A friend sent me the following article last week and I have been meaning to share it. The article is from NJBIZ.com and details how leaseback agreements are effecting NJ Transit and other public transit systems that entered into them with various lending institutions.
The details of leaseback agreements are both fascinating and scary at the same time in the sense that many public agencies enter into them in their attempt to stay liquid and keep commuter costs stable, scary because these leases between public agencies and financial institutions can be “called-in” by the banks that issue them without notice and whether or not the agencies have missed a payments:
Providing financing to a cash-strapped agency usually wins praise, until the bill comes due — and for NJ Transit, that bill could be about $150 million.
Long-term leaseback agreements signed as far back as the 1990s by NJ Transit and other public transit systems gave these agencies much-needed liquidity, but a technicality allows banks funding the agreements to immediately demand compensation even if the transit agencies have not missed a payment.

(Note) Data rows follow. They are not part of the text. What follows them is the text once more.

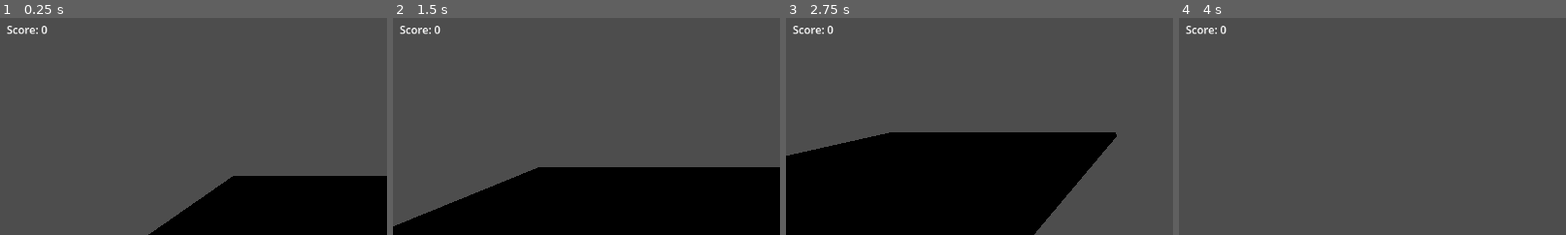
Above: before the commit, frames 1-4 (left to right).
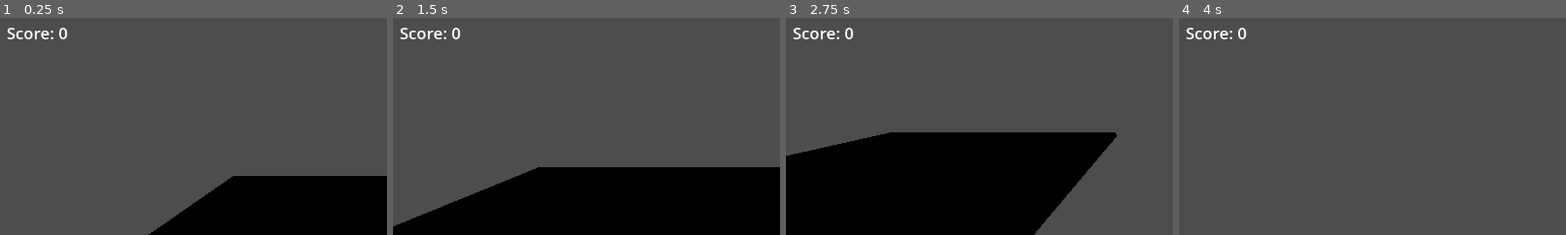
Above: after the commit, the same moments.

Repository: mwilcome/VacuumRogue
Game: Godot game, scene res://main.tscn
Two runs of this game, one before a commit and one after it. Both use one fixed random seed, a clock stepped at 60 frames per second and the inputs below.
Inputs:
- Up to frame 1 (0.25 s): no input
- Up to frame 2 (1.5 s): tap Enter at 0.5 s; hold Right (ui_right) 0.53-1.28 s; hold Down (ui_down) from 1.28 s (still down)
- Up to frame 3 (2.75 s): release Down (ui_down) at 2.03 s; hold Right (ui_right) from 2.03 s (still down)
- Up to frame 4 (4 s): release Right (ui_right) at 2.78 s; hold Up (ui_up) 2.78-3.53 s; hold Left (ui_left) from 3.53 s (still down)
The pictures show only the part of the screen within x 0-50%, y 1-51%; the shares and areas given below are measured in that part.

The runs differ from the first frame. In frame 1, 0.5% of the frame differs, in the area x 1-18%, y 3-10%; in frame 2, 0.5%; in frame 3, 0.5%; in frame 4, 0.5%.

Commit message:
Added som additonal trash

Diff:
--- a/main.gd
+++ b/main.gd
@@ -6,12 +6,16 @@
 func _ready():
 	spawn_trash()
 
+func _process(_delta):
+	if $TrashContainer.get_child_count() == 0:
+		spawn_trash()
+
 func spawn_trash():
 	for i in range(trash_count):
 		var trash = trash_scene.instantiate()
 		$TrashContainer.add_child(trash)
 		trash.position = Vector3(
-			randf_range(-4.5, 4.5),  # X: Within floor bounds (10 wide)
-			0.1,                    # Y: On floor surface
-			randf_range(-4.5, 4.5)  # Z: Within floor bounds (10 deep)
+			randf_range(-4.5, 4.5),
+			0.1,
+			randf_range(-4.5, 4.5)
 		)
--- a/main.tscn
+++ b/main.tscn
@@ -24,6 +24,9 @@
 
 [sub_resource type="BoxShape3D" id="BoxShape3D_qj4cn"]
 size = Vector3(10, 0.2, 10)
+
+[sub_resource type="LabelSettings" id="LabelSettings_j3oqj"]
+font_size = 24
 
 [node name="Main" type="Node3D" groups=["trash"]]
 script = ExtResource("1_nlmj6")
@@ -72,3 +75,4 @@
 offset_right = 71.0
 offset_bottom = 33.0
 text = "Score: 0"
+label_settings = SubResource("LabelSettings_j3oqj")
Not shown: 1 places in main.tscn that only renumber resources
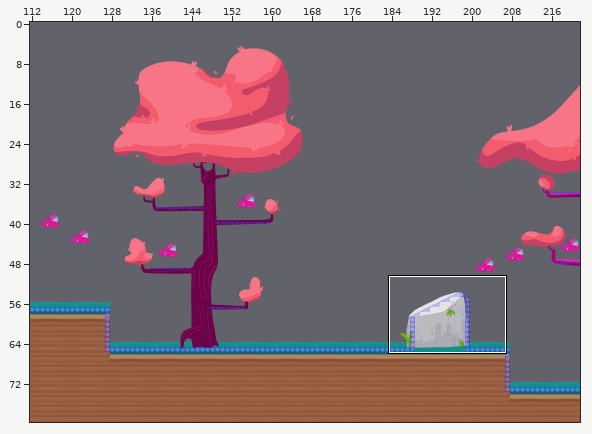
A Tiled map gets an edit: assets/data/level-1-2.tmx. The picture above shows the old version from afar; the outline marks the close-up.
Close-up. Before the edit:
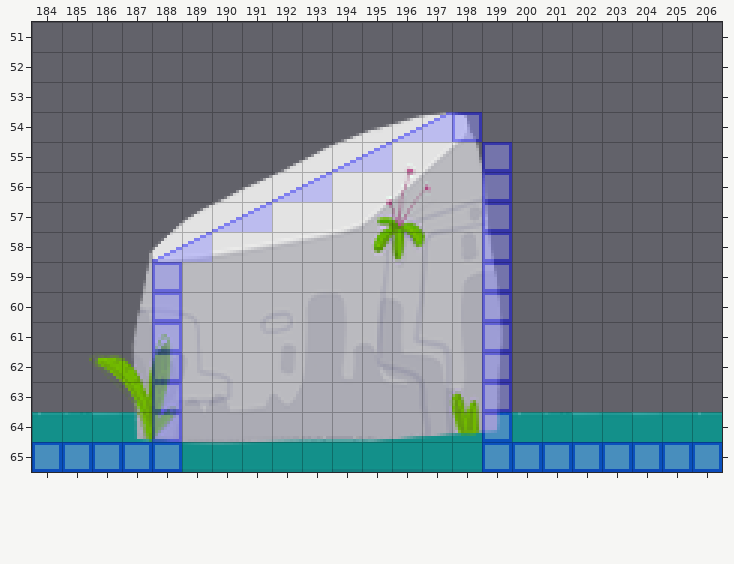
Cells are 10x10 px. Shown: x 184..206, y 51..65. The commit also changed other parts of the map, which this record leaves out.
The result:
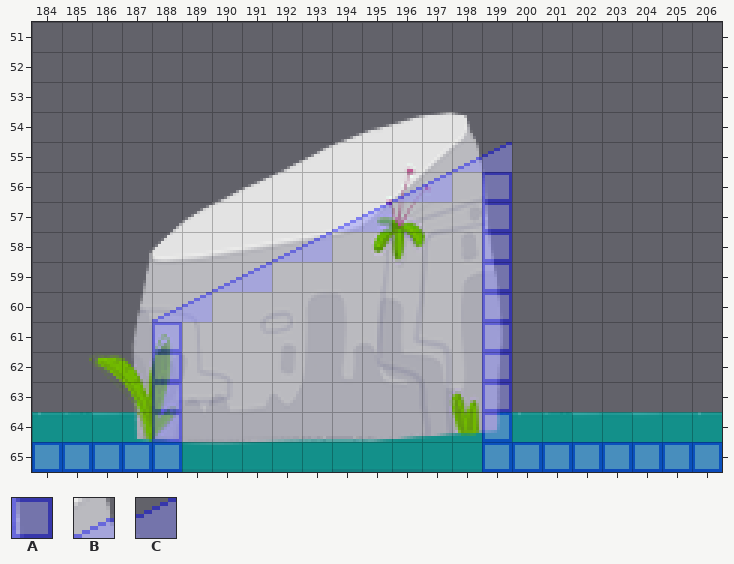
Key: from "ground-collisions": A 1, B 9, C 10.
_ is an empty cell, . an unchanged one.
See-through tiles are keyed as they look on the map.
The edit:
--- layer "collisions"
@@ x 188..199 @@
-54 ........BCA.
-55 ......BC.._A
-56 ....BC..__..
-57 ..BC..__....
-58 BC..__......
-59 A.__........
-60 A_..........
+54 ........___.
+55 ......__..BC
+56 ....__..BC..
+57 ..__..BC....
+58 __..BC......
+59 _.BC........
+60 BC..........
Where, in picture pixels (left, top, right, bottom), the same in both close-ups:
changed: (152, 112, 512, 322)

When AIG and other guarantors lost their top ratings in the wake of the economy’s fallout, the door opened for banks to collect, which prompted federal legislation to keep banks from bleeding the transit agencies dry.
“The American people were asked to bail out some of the nation’s banking titans,” said U.S. Rep. Bill Pascrell Jr. (D-Paterson). “If transportation agencies like NJ Transit are forced to pay banks the dollars they lost due to a change in the tax law, who knows how that could affect the quality of our bridges, tunnels and other parts of our transit system?”
In a typical leaseback agreement, property is sold to a buyer, who then immediately leases it back to the seller. These leasebacks put ownership of buses, trains and rail lines in the hands of banks, but the agreements technically lapse into default if the guarantors lose their AAA rating, with the transit agencies left holding the bag. NJ Transit said it faces some $150 million in exposure under its agreements.
U.S. Sen. Robert Menendez (D-Hoboken) introduced a bill in June that seeks to levy a 100 percent excise tax on certain proceeds collected by banks through such contracts. Pascrell is a co-sponsor of the House version, which is under committee review.
Virginia Miller, senior manager of media relations with the American Public Transportation Association, said up until 2003, the Federal Transit Administration promoted and approved of agencies entering into leasing agreements such as Sale-In/Lease-Out, and Lease-In/Lease-Out. APTA, in Washington, D.C., is an advocate for the public transportation industry.
“It was an arrangement seen by the Federal Transit Administration as a win for the company that got the tax write-off and for the public transit system who received the revenue,” Miller said. At the end of the lease, the transit systems would reclaim ownership of the buses, rails and trains.
In order to get FTA approval, the transit systems were required to establish accounts with highly rated insurers to guarantee the lease payments. “Most of these accounts were on deposit with AIG,” Miller said. Other insurers backing transit systems include Financial Security Assurance and Ambac Financial Group Inc.
Though the agreements provided agencies with money for capital projects, Congress later deemed them tax-avoidance schemes that benefited banks. The deals were stopped in 2003 and, last year, the Internal Revenue Service proposed a settlement of the leases to eliminate future tax benefits while keeping existing deals in place.
In 2008 and 2009, some of the guarantors of SILO/LILO agreements saw their ratings lowered from AAA, triggering the default clauses. Transit agencies fear if lenders exploit this technicality, money needed for transit upgrades would be siphoned away.
Menendez said in a letter to House Majority leader Steny Hoyer (D-Maryland) that he believes legislation is needed to stop banks from gaining “a windfall from the current economic climate” that would put the agencies at risk.
In addition to NJ Transit, Miller said the leaseback agreements affect 30 of the nation’s largest transit systems, which collectively face more than $2 billion of exposure — money those agencies do not have on hand.
“The systems were paying on time what they owed,” she said. “For something that had been spread out through the years, they were supposed to come up with the money right away.”